Who am I no longer willing to be?
The real question screams in my bones: Who can’t I be?
I can’t be the girl who quit. The one who dropped out, who ran from classrooms and drowned in self-doubt. I’ll never again turn my back on a fight—not when I’ve learned to stand tall in combat boots. If I see a shipmate falter, I’ll grab their arm. If I hear a lie, I’ll shout it down. The Navy didn’t just teach me discipline—it taught me fire.
I can’t be the daughter who disgraced their sacrifice. My parents? They scrubbed floors and worked extra job so we could eat. Their parents’ parents were sharecroppers, and their parents were born slaves.
But let’s gut this honest: I wasn’t born a sailor. I crawled there. I was a high school dropout, a brat, a master of excuses. Then I hit rock bottom—and joined the Navy to escape myself. Boot camp broke me. The drills, the drills, the fucking drills. But they rebuilt me stronger. And when my parents died—when I lost the two souls who’d loved my messy, selfish ass—I finally understood the assignment: I have been fighting the wrong battles.

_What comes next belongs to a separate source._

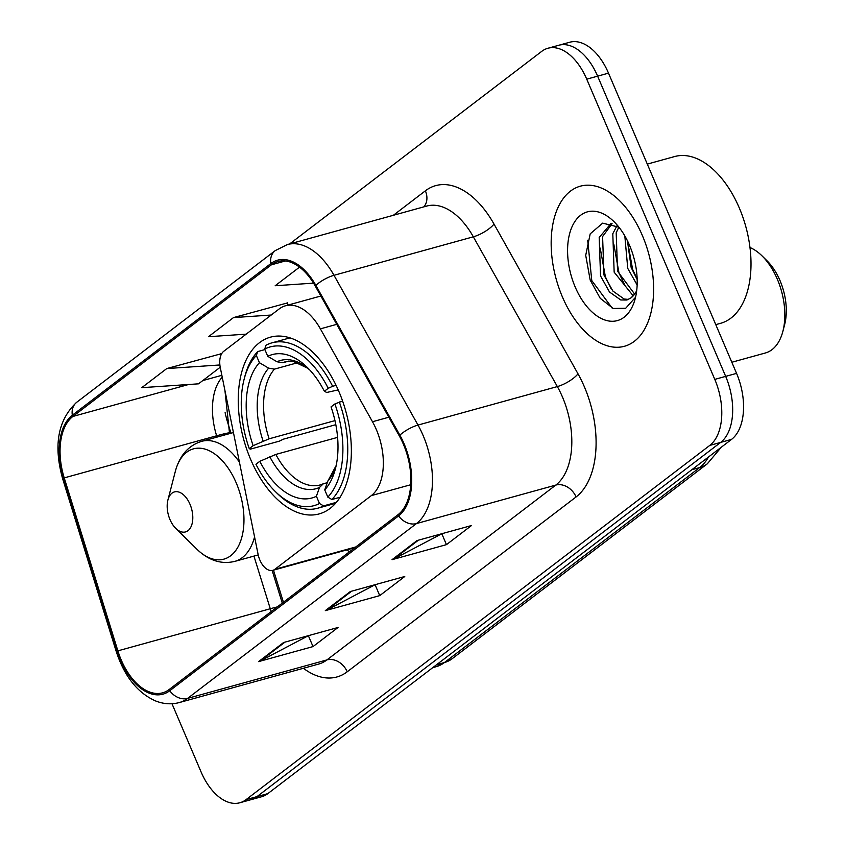 <?xml version="1.0" encoding="UTF-8"?>
<svg xmlns="http://www.w3.org/2000/svg" width="845" height="845" viewBox="0 0 845 845"><rect width="100%" height="100%" fill="white"/><g stroke="black" fill="none" stroke-linecap="round" stroke-linejoin="round"><path stroke-width="1.27" d="M376.342 429.587A51.894 29.987 -105.4 0 0 372.487 421.739L320.392 328.853A51.894 29.987 -105.4 0 0 285.409 305.805A51.894 29.987 -105.4 0 0 279.22 308.911L223.735 351.298A17.301 9.992 -105.4 0 0 220.291 367.575L258.084 554.309A17.301 9.992 -105.4 0 0 272.808 570.343A17.301 9.992 -105.4 0 0 274.868 569.308L371.335 495.614A51.894 29.987 -105.4 0 0 376.342 429.587M339.003 391.774A91.682 52.981 -105.4 0 0 270.4 337.176A91.682 52.981 -105.4 0 0 250.606 459.31A91.682 52.981 -105.4 0 0 319.209 513.908A91.682 52.981 -105.4 0 0 339.003 391.774M225.119 412.645A69.195 39.979 -105.4 0 0 227.833 423.028L231.002 433.231M273.474 570.153L283.424 602.242M346.408 550.01A91.682 52.981 -105.4 0 0 349.756 551.574M171.989 703.748L201.036 771.844A51.894 29.987 -105.4 0 0 239.874 802.75L261.644 796.74A51.894 29.987 -105.4 0 0 267.833 793.624L731.548 439.389A51.894 29.987 -105.4 0 0 736.565 373.374L608.506 73.156A51.894 29.987 -105.4 0 0 569.678 42.25L558.788 45.26A51.894 29.987 -105.4 0 1 597.626 76.166A51.894 29.987 -105.4 0 0 558.788 45.26L547.898 48.26A51.894 29.987 -105.4 0 0 541.708 51.376L289.645 243.93M239.874 802.75A51.894 29.987 -105.4 0 0 246.064 799.634L709.779 445.41A51.894 29.987 -105.4 0 0 714.785 379.384L725.675 376.374L597.626 76.166L725.675 376.374A51.894 29.987 -105.4 0 1 720.669 442.4A51.894 29.987 -105.4 0 0 725.675 376.374L736.565 373.374M246.064 799.634L256.954 796.634L720.669 442.4L256.954 796.634A51.894 29.987 -105.4 0 1 250.754 799.74A51.894 29.987 -105.4 0 0 256.954 796.634L267.833 793.624M642.422 235.649A83.032 47.975 -105.4 0 0 580.283 186.196A83.032 47.975 -105.4 0 0 562.358 296.806A83.032 47.975 -105.4 0 0 624.497 346.26A83.032 47.975 -105.4 0 0 642.422 235.649A83.032 47.975 -105.4 0 0 580.283 186.196A83.032 47.975 -105.4 0 0 562.358 296.806A83.032 47.975 -105.4 0 0 624.497 346.26A83.032 47.975 -105.4 0 0 642.422 235.649M403.403 444.248A55.347 31.983 74.6 0 1 398.058 514.668L169.201 689.488A55.347 31.983 74.6 0 1 162.599 692.815A55.347 31.983 74.6 0 1 117.867 650.851L64.22 477.89A55.347 31.983 74.6 0 1 72.871 416.458L271.372 264.823A55.347 31.983 74.6 0 1 277.973 261.506A55.347 31.983 74.6 0 1 315.291 286.096L399.294 435.872A55.347 31.983 74.6 0 1 403.403 444.248M404.068 443.741A56.731 32.786 -105.4 0 0 399.854 435.154L315.85 285.378A56.731 32.786 -105.4 0 0 270.833 263.577L72.332 415.212A56.731 32.786 -105.4 0 0 63.47 478.175L117.117 651.136A56.731 32.786 -105.4 0 0 169.739 690.745L398.587 515.925A56.731 32.786 -105.4 0 0 404.068 443.741M308.457 635.641L260.397 660.906A13.837 10.996 -127.4 0 1 258.581 661.624L313.02 646.583L338.032 627.476L283.603 642.506L258.581 661.624M308.372 635.704L313.02 646.583M441.893 533.713L393.833 558.967A13.837 10.996 -127.4 0 1 392.027 559.686L446.456 544.645L471.478 525.537L417.05 540.568L392.027 559.686M441.819 533.765L446.456 544.645M375.18 584.677L327.121 609.942A13.837 10.996 -127.4 0 1 325.304 610.65L379.732 595.619L404.755 576.501L350.326 591.542L325.304 610.65M375.095 584.74L379.732 595.619M714.785 379.384L586.736 79.166A51.894 29.987 -105.4 0 0 547.898 48.26M299.521 267.147L275.185 285.737L313.548 283.138M220.703 353.897L166.761 368.568L141.738 387.675L198.522 383.831L220.228 367.248M287.427 302.933L233.484 317.593L208.462 336.711L246.18 334.155M287.997 305.087L287.363 302.711M233.484 317.593L271.203 315.037M220.999 355.037L220.651 353.675M166.761 368.568L219.88 364.966M715.778 324.638L720.669 323.286A86.486 49.982 -105.4 0 0 739.343 208.06A86.486 49.982 -105.4 0 0 674.616 156.557L647.302 164.099M637.151 285.008L627.761 268.414L624.814 235.892M637.183 279.611L631.162 267.474L627.423 240.772M633.211 295.856L614.157 272.174L612.794 233.738L616.892 225.868M634.648 294.081L617.558 271.234L616.195 232.797L618.825 227.115M636.528 291.937L631.078 297.82L626.927 300.017L620.758 299.975L609.477 291.99L600.541 275.935L599.189 237.498L611.093 223.376M628.585 299.405L624.159 299.035L612.878 291.05L603.953 274.995L602.591 236.558L612.076 223.671M631.078 297.82A39.102 22.593 -105.4 0 0 636.707 290.574M629.588 245.451A56.404 32.596 -105.4 0 0 614.03 221.696A56.404 32.596 -105.4 0 0 574.019 222.9A56.404 32.596 -105.4 0 0 575.191 287.004A56.404 32.596 -105.4 0 0 608.22 320.889A56.404 32.596 -105.4 0 0 635.239 298.475A56.404 32.596 -105.4 0 0 629.588 245.451M618.931 227.189L602.675 223.143L590.201 233.843L585.712 255.338L590.19 280.086L600.246 298.327L613.143 308.467L625.691 308.267L634.827 298.031M612.139 308.055L591.775 280.561L587.697 240.233M611.167 288.863L605.39 276.801L600.225 248.092M624.772 285.103L618.994 273.041L613.84 244.332M637.172 279.241L632.599 269.28L627.444 240.793M731.823 362.251L765.401 352.978A55.347 31.983 -105.4 0 0 782.903 331.272L784.667 324.448A46.707 26.987 -105.4 0 0 779.988 280.54A46.707 26.987 -105.4 0 0 767.102 260.873L762.084 255.919A55.347 31.983 -105.4 0 0 750.001 247.532M782.903 331.272A55.347 31.983 -105.4 0 0 777.347 279.241A55.347 31.983 -105.4 0 0 762.084 255.919M335.814 424.686L283.371 439.178L279.431 441.122L250.31 449.16L249.264 448.632A82.335 47.584 -105.4 0 1 244.131 379.215A82.335 47.584 -105.4 0 1 256.341 355.46L259.426 362.706A74.381 42.979 -105.4 0 0 253.13 445.685L269.154 438.798L334.969 420.62M298.148 362.579L274.445 369.128L268.647 368.145L259.426 362.706M328.23 388.32L332.624 386.281A85.799 49.58 -105.4 0 0 271.963 342.848A85.799 49.58 -105.4 0 0 266.059 345.193L264.686 349.091A82.335 47.584 -105.4 0 1 328.23 388.32L324.364 391.267A74.381 42.979 -105.4 0 0 307.432 367.564A74.381 42.979 -105.4 0 0 267.77 356.326L276.991 361.766L282.79 362.748L288.937 361.058M338.201 389.904L326.73 392.471L324.364 391.267M277.097 493.29A85.799 49.58 -105.4 0 0 317.646 508.246A85.799 49.58 -105.4 0 0 323.55 505.891L319.484 503.493A82.335 47.584 -105.4 0 1 275.09 491.304L277.097 493.29M336.458 502.321L323.55 505.891M256.341 355.46L257.725 351.573A85.799 49.58 -105.4 0 0 244.839 376.49L244.131 379.215M257.725 351.573L264.897 349.587M332.624 386.281L336.078 385.331M337.588 437.372L275.829 454.43L259.795 461.317L255.94 464.275A82.335 47.584 -105.4 0 0 275.09 491.304M259.795 461.317A74.381 42.979 -105.4 0 0 316.4 496.258L319.484 503.493M253.13 445.685L249.264 448.632M267.77 356.326L264.686 349.091M316.4 496.258L319.516 487.407L323.35 483.773L327.279 482.685M275.829 454.43A63.998 36.979 -105.4 0 0 320.107 484.956L323.35 483.773M342.595 401.005L334.895 403.952A82.335 47.584 -105.4 0 1 327.828 497.124L331.884 499.522A85.799 49.58 -105.4 0 0 339.299 401.924M331.884 499.522L340.144 497.24M327.828 497.124L324.733 489.889A74.381 42.979 -105.4 0 0 335.402 468.817A74.381 42.979 -105.4 0 0 331.039 406.899L334.895 403.952M336.173 465.532L327.86 481.037L324.733 489.889M169.982 519.569A20.755 11.999 -105.4 0 0 175.707 528.315A20.755 11.999 -105.4 0 0 190.431 527.871A20.755 11.999 -105.4 0 0 189.998 504.275A20.755 11.999 -105.4 0 0 177.841 491.801A20.755 11.999 -105.4 0 0 167.901 500.05A20.755 11.999 -105.4 0 0 169.982 519.569M372.487 421.739L388.837 417.219M320.392 328.853L336.732 324.343M274.868 569.308L355.798 546.947M371.335 495.614L410.733 484.734M436.601 664.709L444.449 662.533A34.592 27.505 52.6 0 0 452.117 658.751L436.2 666.684A69.195 39.979 -105.4 0 0 444.449 662.533L699.66 467.581A69.195 39.979 -105.4 0 0 708.448 457.039M691.812 469.746L699.66 467.581A34.592 27.505 52.6 0 0 707.318 463.799L452.117 658.751M608.506 73.156L586.736 79.166M731.548 439.389L709.779 445.41M117.867 650.851L270.273 608.749A55.347 31.983 -105.4 0 0 271.203 611.579M253.944 556.094L270.273 608.749A31.138 1.373 -17.2 0 1 277.329 606.9M393.369 215.274L425.373 190.822A86.486 49.982 74.6 0 1 493.998 224.062L578.001 373.828A86.486 49.982 74.6 0 1 576.079 496.955L347.221 671.786A17.301 13.752 52.6 0 0 326.941 659.903L555.799 485.083A69.195 39.979 -105.4 0 0 562.485 397.055A69.195 39.979 -105.4 0 0 557.341 386.577L473.337 236.811A69.195 39.979 -105.4 0 0 426.693 206.074L287.353 244.564A69.195 39.979 74.6 0 1 333.997 275.301A17.301 5.535 150.7 0 0 315.85 285.378M347.221 671.786A86.486 49.982 74.6 0 1 303.387 668.279M318.692 664.054A69.195 39.979 -105.4 0 0 326.941 659.903L187.601 698.393A69.195 39.979 74.6 0 1 179.341 702.544L318.692 664.054M493.998 224.062A17.301 5.535 -29.3 0 1 473.337 236.811L333.997 275.301L418 425.067A69.195 39.979 74.6 0 1 423.134 435.545A69.195 39.979 74.6 0 1 416.458 523.573A17.301 13.752 -127.4 0 1 398.587 515.925M399.854 435.154A17.301 5.535 150.7 0 1 418 425.067L557.341 386.577A17.301 5.535 -29.3 0 0 578.001 373.828M287.353 244.564L275.259 250.595A17.301 13.752 52.6 0 0 270.833 263.577M72.332 415.212A17.301 13.752 -127.4 0 1 76.758 402.241C57.988 419.722 53.277 445.209 62.636 478.692L116.283 651.653A17.301 0.76 162.8 0 0 118.057 651.453M63.47 478.175A17.301 0.76 162.8 0 0 62.636 478.692M117.117 651.136A17.301 0.76 162.8 0 0 116.283 651.653C124.447 676.391 137.471 692.794 155.364 700.854C163.465 704.096 171.461 704.656 179.341 702.544M169.739 690.745A17.301 13.752 52.6 0 0 187.601 698.393L416.458 523.573L555.799 485.083A17.301 13.752 52.6 0 1 576.079 496.955M423.841 206.856A17.301 13.752 52.6 0 0 425.373 190.822M72.871 416.458L188.572 384.507M202.768 380.577L221.855 375.307M222.224 377.166A55.347 31.983 -105.4 0 0 216.626 435.788L217.028 437.087M64.22 477.89L216.626 435.788A31.138 1.373 -17.2 0 1 229.491 432.967L229.682 433.591M271.372 264.823L285.346 260.968M327.121 609.942L351.7 591.162M393.833 558.967L418.423 540.187M260.397 660.906L284.976 642.126M274.445 369.128A63.998 36.979 -105.4 0 0 269.154 438.798M309.777 369.983L307.633 368.188L292.824 361.164L286.022 361.565A63.998 36.979 -105.4 0 0 282.79 362.748M269.777 456.701A66.533 38.447 -105.4 0 0 319.516 487.407M268.647 368.145A66.533 38.447 -105.4 0 0 263.112 441.069M309.745 369.952A66.533 38.447 -105.4 0 0 276.991 361.766M327.86 481.037A66.533 38.447 -105.4 0 0 336.162 465.574M175.707 528.315L196.864 549.176A57.206 33.061 -105.4 0 0 237.434 547.951A57.206 33.061 -105.4 0 0 236.241 482.928A57.206 33.061 -105.4 0 0 202.747 448.558A57.206 33.061 -105.4 0 0 175.348 471.299C179.658 455.455 188.446 445.463 201.701 441.322A62.276 35.986 -105.4 0 1 239.431 462.141M258.211 554.922L234.868 561.365A62.276 35.986 -105.4 0 0 254.556 536.913M285.409 305.805L320.846 296.014M272.808 570.343L354.847 547.676M721.292 447.227L707.318 463.799M436.2 666.684L432.767 667.635M275.259 250.595L76.758 402.241M224.939 390.538L229.491 432.967M272.153 570.481L282.272 603.119M335.645 503.271L317.646 508.246M289.962 337.873L271.963 342.848M234.868 561.365C221.358 564.618 208.694 560.552 196.864 549.176M233.442 432.555L201.701 441.322M167.901 500.05L175.348 471.299"/></g></svg>

Their death was my wake-up call. Suddenly, I saw the girl who’d made them cry—the one who rolled her eyes at their sacrifices. Now? I serve with their names etched into my soul. Every dawn I rise, every job I have, and every storm I weather—it’s for them.
So who won’t I be?
Not the quitter who hid from her potential.
Not the ingrate who spit on their love.
Not the child who broke their hearts.
I’m a sailor now—forged in saltwater and second chances. Let the old me sink. What remains will honor them. Always.